Pendant une semaine, du 7 au 13 juin 2019, le candidat à la présidentielle sous les couleurs du changement, Birame Dah Abeid, a conquis les habitants des villes, localités et hameaux des villes de l’Est et du Nord de la Mauritanie. C’est par milliers que les populations assoiffées de liberté, de justice sociale et de prospérité, sont en effet sorties pour l’accueillir, lui et la forte délégation qui l’accompagnent.

Ce dimanche 16 juin à Kaédi (Crédit S.Diagana)

Du Hodh Charghi au Tiris-Zemmour, en passant par le Hodh Gharbi, l’Assaba, le Tagant, l’Adrar et l’Inchiri, ce fut la même ferveur et le même accueil triomphant. Des marées humaines qui ont drainé, vieillards impotents, jeunes filles et garçons, femmes et hommes. Des visages rayonnants où se lit l’espoir pour des lendemains meilleurs, tels que véhiculés par le programme ambitieux du candidat. Les «Vives Birame !», les Youyous stridents de milliers de femmes. Accueilli comme un libérateur, Birame a multiplié partout les promesses d’une Mauritanie nouvelle où tous les citoyens seront réellement égaux en droits et en devoirs, en opportunités de chances et de richesses.
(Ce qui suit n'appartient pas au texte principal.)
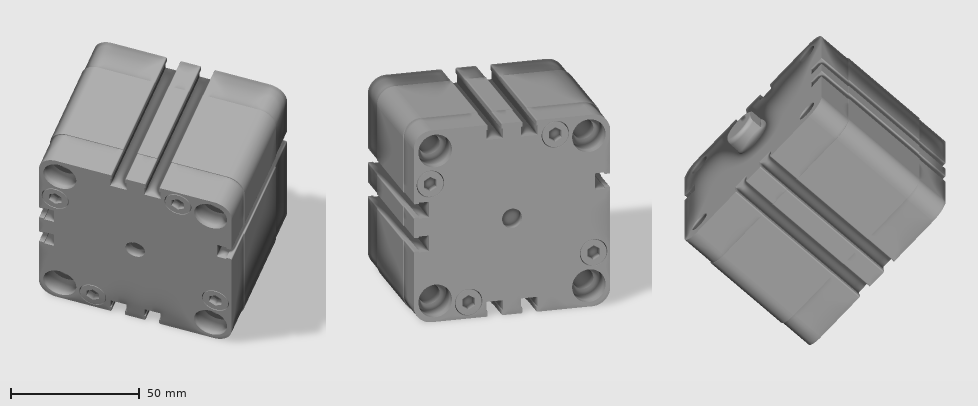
import cadquery as cq
import math

BARREL_SIDE = 80.0
COVER_SIDE = 79.4
CORNER_RADIUS = 7.2
COVER_LENGTH = 14.0
BODY_LENGTH = 65.0
OVERALL_LENGTH = 72.5
BARREL_LENGTH = BODY_LENGTH - 2 * COVER_LENGTH

SLOT_DEPTH = 6.5
SLOT_LIP = 2.5
SLOT_MOUTH = 5.6
SLOT_CHAMBER = 6.6
MOUTH_ROUNDING = 0.5
SLOT_PITCH = 14.0
PAIRED_SLOT_ANGLES = (0, 180, -90)

SIDE_SLOT_ANGLE = 90
SIDE_SLOT_CENTER = 11.8
SIDE_SLOT_MOUTH = 5.4
SIDE_SLOT_CHAMBER = 6.8
SIDE_SLOT_ROUNDING = 0.4

MOUNT_OFFSET = 31.0
MOUNT_BORE = 8.4
MOUNT_COUNTERBORE = 13.5
MOUNT_COUNTERBORE_DEPTH = 8.4

SCREW_NEAR = 17.5
SCREW_FAR = 33.0
SCREW_POCKET = 11.1
SCREW_HEAD = 10.5
SCREW_POCKET_DEPTH = 6.0
SOCKET_ACROSS_FLATS = 5.1
SOCKET_DEPTH = 3.2

CENTER_BORE = 8.0
CENTER_BORE_DEPTH = 4.0

ROD_DIAMETER = 16.0
ROD_FLATS = 13.2
ROD_FLAT_LENGTH = 5.6
ROD_TIP_ROUNDING = 1.8


def front_plane(y=0.0):
    """Plane facing -Y at the given Y, with local x along X and local y along Z."""
    return cq.Workplane("XZ", origin=(0, y, 0))


def turned(shape, angle):
    """Shape turned about the Y axis."""
    return shape.rotate((0, 0, 0), (0, 1, 0), angle)


def make_slot(surface, center, mouth, chamber, start, length):
    """Cutter for a slot along Y in a +Z face at height surface, with rounded mouth edges."""
    floor = BARREL_SIDE / 2 - SLOT_DEPTH
    lip = BARREL_SIDE / 2 - SLOT_LIP
    half_chamber = chamber / 2
    half_mouth = mouth / 2
    flare = half_mouth + MOUTH_ROUNDING
    outline = (
        front_plane(start)
        .center(center, 0)
        .moveTo(-half_chamber, floor)
        .lineTo(half_chamber, floor)
        .lineTo(half_chamber, lip)
        .lineTo(half_mouth, lip)
        .lineTo(half_mouth, surface - MOUTH_ROUNDING)
        .radiusArc((flare, surface), MOUTH_ROUNDING)
        .lineTo(-flare, surface)
        .radiusArc((-half_mouth, surface - MOUTH_ROUNDING), MOUTH_ROUNDING)
        .lineTo(-half_mouth, lip)
        .lineTo(-half_chamber, lip)
        .close()
    )
    return outline.extrude(-length)


def make_section(side, start, length):
    """One length of the body: a rounded square block with all its sensor slots."""
    section = front_plane(start).rect(side, side).extrude(-length)
    section = section.edges("|Y").fillet(CORNER_RADIUS)
    for side_angle in PAIRED_SLOT_ANGLES:
        for center in (-SLOT_PITCH / 2, SLOT_PITCH / 2):
            slot = make_slot(side / 2, center, SLOT_MOUTH, SLOT_CHAMBER, start, length)
            section = section.cut(turned(slot, side_angle))
    side_slot = make_slot(side / 2, -SIDE_SLOT_CENTER, SIDE_SLOT_MOUTH, SIDE_SLOT_CHAMBER, start, length)
    side_slot = side_slot.edges("|Y").edges("<X or >X").fillet(SIDE_SLOT_ROUNDING)
    return section.cut(turned(side_slot, SIDE_SLOT_ANGLE))


def make_body():
    front_cover = make_section(COVER_SIDE, 0, COVER_LENGTH)
    barrel = make_section(BARREL_SIDE, COVER_LENGTH, BARREL_LENGTH)
    rear_cover = make_section(COVER_SIDE, COVER_LENGTH + BARREL_LENGTH, COVER_LENGTH)
    return front_cover.union(barrel).union(rear_cover)


def cut_mount_holes(body):
    spacing = 2 * MOUNT_OFFSET
    through = front_plane().rarray(spacing, spacing, 2, 2).circle(MOUNT_BORE / 2).extrude(-BODY_LENGTH)
    seats = front_plane().rarray(spacing, spacing, 2, 2).circle(MOUNT_COUNTERBORE / 2)
    return body.cut(through).cut(seats.extrude(-MOUNT_COUNTERBORE_DEPTH))


def cut_screws(body):
    """Ring gap and hexagon socket of each cover screw; the heads sit flush with the cover."""
    places = [
        (SCREW_NEAR, SCREW_FAR),
        (SCREW_FAR, -SCREW_NEAR),
        (-SCREW_NEAR, -SCREW_FAR),
        (-SCREW_FAR, SCREW_NEAR),
    ]
    pocket = front_plane().circle(SCREW_POCKET / 2).circle(SCREW_HEAD / 2).extrude(-SCREW_POCKET_DEPTH)
    across_corners = SOCKET_ACROSS_FLATS / math.cos(math.pi / 6)
    socket = turned(front_plane().polygon(6, across_corners).extrude(-SOCKET_DEPTH), 90)
    for x, z in places:
        place = (x, 0, z)
        body = body.cut(pocket.translate(place)).cut(socket.translate(place))
    return body


def cut_center_bore(body):
    return body.cut(front_plane().circle(CENTER_BORE / 2).extrude(-CENTER_BORE_DEPTH))


def make_rod():
    """Rod end with a rounded tip and two flats that run out at 45 degrees."""
    radius = ROD_DIAMETER / 2
    rod = front_plane(BODY_LENGTH).circle(radius).extrude(BODY_LENGTH - OVERALL_LENGTH)
    rod = rod.faces(">Y").edges().fillet(ROD_TIP_ROUNDING)
    half_flats = ROD_FLATS / 2
    flat_end = OVERALL_LENGTH - ROD_FLAT_LENGTH
    run_out = radius - half_flats
    for side in (1, -1):
        flat = (
            cq.Workplane("XY")
            .moveTo(side * half_flats, OVERALL_LENGTH)
            .lineTo(side * half_flats, flat_end)
            .lineTo(side * radius, flat_end - run_out)
            .lineTo(side * radius, OVERALL_LENGTH)
            .close()
            .extrude(radius, both=True)
        )
        rod = rod.cut(flat)
    return rod


body = make_body()
body = cut_mount_holes(body)
body = cut_screws(body)
body = cut_center_bore(body)
result = body.union(make_rod())

Ces partisans, pris dans la ferveur de cette déferlante humaine dans toutes les cités traversées durant ce périple fait à pas de charge, à la Hussarde, prédisent déjà une victoire au premier tour. La lutte contre l’esclavage, les discriminations, les inégalités, le racisme et l’exclusion, toutes réalités vécues par les Mauritaniens depuis le règne des militaires, de 1978 à nos jours, servira selon Birame Dah Abeid, comme cheval de bataille de son magistère, si les Mauritaniens lui accordent leur confiance le 22 juin 2019, jour du scrutin. Cette percée dans les régions orientales et septentrionales de la Mauritanie des profondeurs, lieux d’extrêmes pauvretés et de dénuement en dix ans de sac perpétrés par le régime finissant de Mohamed Abdel Aziz, leur a même fait dire que Birame a gagné des points inestimables et a pris une longueur d’avance sur les autres candidats.

Les populations semblent en effet avoir adhéré à son programme politique, économique et social qu’il leur propose et qui cadre en tous points à leurs aspirations et attentes. La confiance semble d’autant plus établie entre le candidat et les habitants des zones visitées, que sa tournée est précédée par son parcours de combattant de la liberté et son statut de militant qui a le plus payé de sa liberté, le triomphe de ses idéaux émancipateurs.

Après une brève escale à Nouakchott où il a animé le vendredi 14 juin, un meeting populaire à Tevragh-Zeina, Birame Dah Abeid a repris son bâton de pèlerin, à la conquête des voix de la Vallée et du Centre mauritanien. A Rosso, Boghé, et Kaédi  dont les images ont déjà défilé,  l’apothéose d’une tournée encore plus spectaculaire s’annonce déjà. Les populations de la Vallée semblent en effet avoir déjà dit OUI à Birame.